The Oliver area will host a few trial harvests for the Okanagan Tree Fruit Project.
Every year thousands of pounds of valuable fruit, nuts and produce goes to waste in the Okanagan. Abandoned orchards, residents with more fruit than they can use, and bumper crops all lead to an abundance of food that is often just left to rot in the fields.
This year, thanks to a First West Foundation grant, the Okanagan Fruit Tree Project will continue their gleaning operations in the Central and South Okanagan, with a few trial harvests in the Oliver area.
The aim of the Okanagan Fruit Tree Project is to cultivate community through local food.
Volunteers pick fruit and transport it to local charities where it is redistributed to “vulnerable” residents. The harvested fruit is shared among the volunteer pickers, tree owners and local charities.
“The goal is to reduce the amount of wasted food and redistribute the healthy produce to hungry people in our communities,” says the project’s South Okanagan coordinator, Deb Thornycroft.
Since 2012, more than half a million pounds of fruit has been picked and redistributed throughout the community.
This season the Okanagan Fruit Tree Project is collaborating with the Town of Oliver for a “trial gleaning” in the community by fulfilling an objective from the Food Secure Oliver plan. “This project makes a lot of sense for Oliver, as one of the goals in the Food Action Plan is to recover high-quality food to sell and/or donate,” said Food Action Coordinator Caitlyn Bennett.

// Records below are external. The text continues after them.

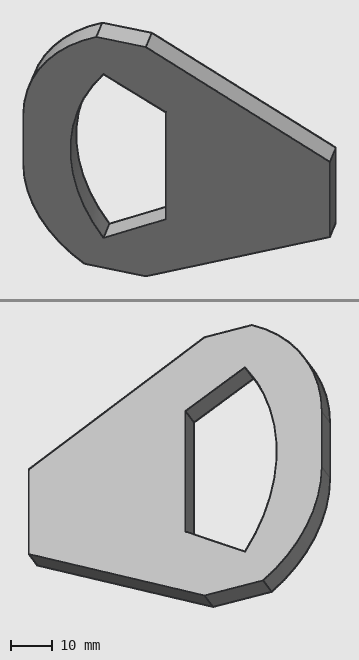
import cadquery as cq
import math

size = 76.2
thickness = 5.1
half_height = size / 2

corner_radius = 35.3
upper_arc_z = 7.25
lower_arc_z = -9.1
taper_start_x = 30.5
nose_half_height = 12.5

window_left_x = 20.0
window_right_x = 35.4
window_bow = 8.2
window_top_z = 26.1
window_bottom_z = -28.2
window_side_half_height = 17.75


def corner_point(x_angle, arc_z):
    """Point on a left corner arc at the given angle from +X."""
    return (
        corner_radius + corner_radius * math.cos(x_angle),
        arc_z + corner_radius * math.sin(x_angle),
    )


upper_end_angle = math.pi - math.asin((half_height - upper_arc_z) / corner_radius)
lower_end_angle = math.pi + math.asin((half_height + lower_arc_z) / corner_radius)
upper_mid_angle = (math.pi + upper_end_angle) / 2
lower_mid_angle = (math.pi + lower_end_angle) / 2


def make_plate():
    return (
        cq.Workplane("XZ")
        .moveTo(0, lower_arc_z)
        .lineTo(0, upper_arc_z)
        .threePointArc(
            corner_point(upper_mid_angle, upper_arc_z),
            corner_point(upper_end_angle, upper_arc_z),
        )
        .lineTo(taper_start_x, half_height)
        .lineTo(size, nose_half_height)
        .lineTo(size, -nose_half_height)
        .lineTo(taper_start_x, -half_height)
        .lineTo(*corner_point(lower_end_angle, lower_arc_z))
        .threePointArc(corner_point(lower_mid_angle, lower_arc_z), (0, lower_arc_z))
        .close()
        .extrude(thickness / 2, both=True)
    )


def make_window():
    bow_point = (window_left_x - window_bow, (window_top_z + window_bottom_z) / 2)
    return (
        cq.Workplane("XZ")
        .moveTo(window_left_x, window_bottom_z)
        .threePointArc(bow_point, (window_left_x, window_top_z))
        .lineTo(window_right_x, window_side_half_height)
        .lineTo(window_right_x, -window_side_half_height)
        .close()
        .extrude(thickness, both=True)
    )


result = make_plate().cut(make_window())

Another is to launch a pilot food exchange program to provide a central place where people can bring and take surplus garden or farm products, similar to the existing Harvest Hut program.
“These two opportunities mesh well together and will connect local food with local people,” Bennett said.
If people have more fruit or produce than they can manage, or if they would like to volunteer, visit www.fruittreeproject.com to register.
The Okanagan Fruit Tree Project has also expanded to include harvesting all kinds of vegetables and nut trees, therefore it requires more ladders, picking buckets and plastic totes.
All cash or in-kind donations are greatly appreciated.